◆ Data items
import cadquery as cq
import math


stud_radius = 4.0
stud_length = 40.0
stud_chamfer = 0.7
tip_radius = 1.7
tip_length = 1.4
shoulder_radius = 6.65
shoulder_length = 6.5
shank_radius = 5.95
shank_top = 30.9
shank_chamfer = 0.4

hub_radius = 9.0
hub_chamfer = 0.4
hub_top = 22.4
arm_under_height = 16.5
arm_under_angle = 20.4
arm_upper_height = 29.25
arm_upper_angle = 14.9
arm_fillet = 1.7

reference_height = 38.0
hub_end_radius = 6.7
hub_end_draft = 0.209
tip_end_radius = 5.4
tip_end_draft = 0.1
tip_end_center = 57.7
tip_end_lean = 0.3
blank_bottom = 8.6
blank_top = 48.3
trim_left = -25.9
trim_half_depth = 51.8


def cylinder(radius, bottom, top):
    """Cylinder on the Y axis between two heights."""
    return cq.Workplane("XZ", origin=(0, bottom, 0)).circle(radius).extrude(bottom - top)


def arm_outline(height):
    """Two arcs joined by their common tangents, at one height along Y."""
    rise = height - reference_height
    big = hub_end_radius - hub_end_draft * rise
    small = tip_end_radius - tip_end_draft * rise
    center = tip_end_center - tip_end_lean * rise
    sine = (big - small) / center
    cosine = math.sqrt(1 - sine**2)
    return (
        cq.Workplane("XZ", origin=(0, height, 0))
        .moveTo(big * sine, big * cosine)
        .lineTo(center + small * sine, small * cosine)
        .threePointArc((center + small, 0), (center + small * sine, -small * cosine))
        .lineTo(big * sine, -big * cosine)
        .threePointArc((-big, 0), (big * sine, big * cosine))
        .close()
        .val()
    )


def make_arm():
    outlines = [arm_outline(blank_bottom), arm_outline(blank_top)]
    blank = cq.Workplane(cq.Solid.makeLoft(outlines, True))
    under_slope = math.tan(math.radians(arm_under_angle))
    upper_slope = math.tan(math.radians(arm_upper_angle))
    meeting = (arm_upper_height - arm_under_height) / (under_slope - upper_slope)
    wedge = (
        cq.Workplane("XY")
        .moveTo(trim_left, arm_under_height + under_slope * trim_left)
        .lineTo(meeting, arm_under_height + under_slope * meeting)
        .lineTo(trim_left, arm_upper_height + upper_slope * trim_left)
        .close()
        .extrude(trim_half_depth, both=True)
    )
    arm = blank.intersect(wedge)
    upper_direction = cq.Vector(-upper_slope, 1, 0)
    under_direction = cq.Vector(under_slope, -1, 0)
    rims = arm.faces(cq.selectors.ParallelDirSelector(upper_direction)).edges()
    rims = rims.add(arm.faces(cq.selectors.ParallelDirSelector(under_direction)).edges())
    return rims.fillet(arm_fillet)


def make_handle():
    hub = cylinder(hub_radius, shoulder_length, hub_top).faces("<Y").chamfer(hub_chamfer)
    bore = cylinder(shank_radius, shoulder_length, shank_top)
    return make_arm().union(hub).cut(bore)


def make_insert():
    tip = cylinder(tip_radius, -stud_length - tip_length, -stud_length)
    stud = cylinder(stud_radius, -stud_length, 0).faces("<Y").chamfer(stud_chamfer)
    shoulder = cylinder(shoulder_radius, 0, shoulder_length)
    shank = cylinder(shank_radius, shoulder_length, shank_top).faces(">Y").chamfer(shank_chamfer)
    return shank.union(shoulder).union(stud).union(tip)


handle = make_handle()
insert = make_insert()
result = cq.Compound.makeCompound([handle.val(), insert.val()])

◆ Activity
Write out every record, exactly as written.

◆ Answer to this exercise
import cadquery as cq
import math


stud_radius = 4.0
stud_length = 40.0
stud_chamfer = 0.7
tip_radius = 1.7
tip_length = 1.4
shoulder_radius = 6.65
shoulder_length = 6.5
shank_radius = 5.95
shank_top = 30.9
shank_chamfer = 0.4

hub_radius = 9.0
hub_chamfer = 0.4
hub_top = 22.4
arm_under_height = 16.5
arm_under_angle = 20.4
arm_upper_height = 29.25
arm_upper_angle = 14.9
arm_fillet = 1.7

reference_height = 38.0
hub_end_radius = 6.7
hub_end_draft = 0.209
tip_end_radius = 5.4
tip_end_draft = 0.1
tip_end_center = 57.7
tip_end_lean = 0.3
blank_bottom = 8.6
blank_top = 48.3
trim_left = -25.9
trim_half_depth = 51.8


def cylinder(radius, bottom, top):
    """Cylinder on the Y axis between two heights."""
    return cq.Workplane("XZ", origin=(0, bottom, 0)).circle(radius).extrude(bottom - top)


def arm_outline(height):
    """Two arcs joined by their common tangents, at one height along Y."""
    rise = height - reference_height
    big = hub_end_radius - hub_end_draft * rise
    small = tip_end_radius - tip_end_draft * rise
    center = tip_end_center - tip_end_lean * rise
    sine = (big - small) / center
    cosine = math.sqrt(1 - sine**2)
    return (
        cq.Workplane("XZ", origin=(0, height, 0))
        .moveTo(big * sine, big * cosine)
        .lineTo(center + small * sine, small * cosine)
        .threePointArc((center + small, 0), (center + small * sine, -small * cosine))
        .lineTo(big * sine, -big * cosine)
        .threePointArc((-big, 0), (big * sine, big * cosine))
        .close()
        .val()
    )


def make_arm():
    outlines = [arm_outline(blank_bottom), arm_outline(blank_top)]
    blank = cq.Workplane(cq.Solid.makeLoft(outlines, True))
    under_slope = math.tan(math.radians(arm_under_angle))
    upper_slope = math.tan(math.radians(arm_upper_angle))
    meeting = (arm_upper_height - arm_under_height) / (under_slope - upper_slope)
    wedge = (
        cq.Workplane("XY")
        .moveTo(trim_left, arm_under_height + under_slope * trim_left)
        .lineTo(meeting, arm_under_height + under_slope * meeting)
        .lineTo(trim_left, arm_upper_height + upper_slope * trim_left)
        .close()
        .extrude(trim_half_depth, both=True)
    )
    arm = blank.intersect(wedge)
    upper_direction = cq.Vector(-upper_slope, 1, 0)
    under_direction = cq.Vector(under_slope, -1, 0)
    rims = arm.faces(cq.selectors.ParallelDirSelector(upper_direction)).edges()
    rims = rims.add(arm.faces(cq.selectors.ParallelDirSelector(under_direction)).edges())
    return rims.fillet(arm_fillet)


def make_handle():
    hub = cylinder(hub_radius, shoulder_length, hub_top).faces("<Y").chamfer(hub_chamfer)
    bore = cylinder(shank_radius, shoulder_length, shank_top)
    return make_arm().union(hub).cut(bore)


def make_insert():
    tip = cylinder(tip_radius, -stud_length - tip_length, -stud_length)
    stud = cylinder(stud_radius, -stud_length, 0).faces("<Y").chamfer(stud_chamfer)
    shoulder = cylinder(shoulder_radius, 0, shoulder_length)
    shank = cylinder(shank_radius, shoulder_length, shank_top).faces(">Y").chamfer(shank_chamfer)
    return shank.union(shoulder).union(stud).union(tip)


handle = make_handle()
insert = make_insert()
result = cq.Compound.makeCompound([handle.val(), insert.val()])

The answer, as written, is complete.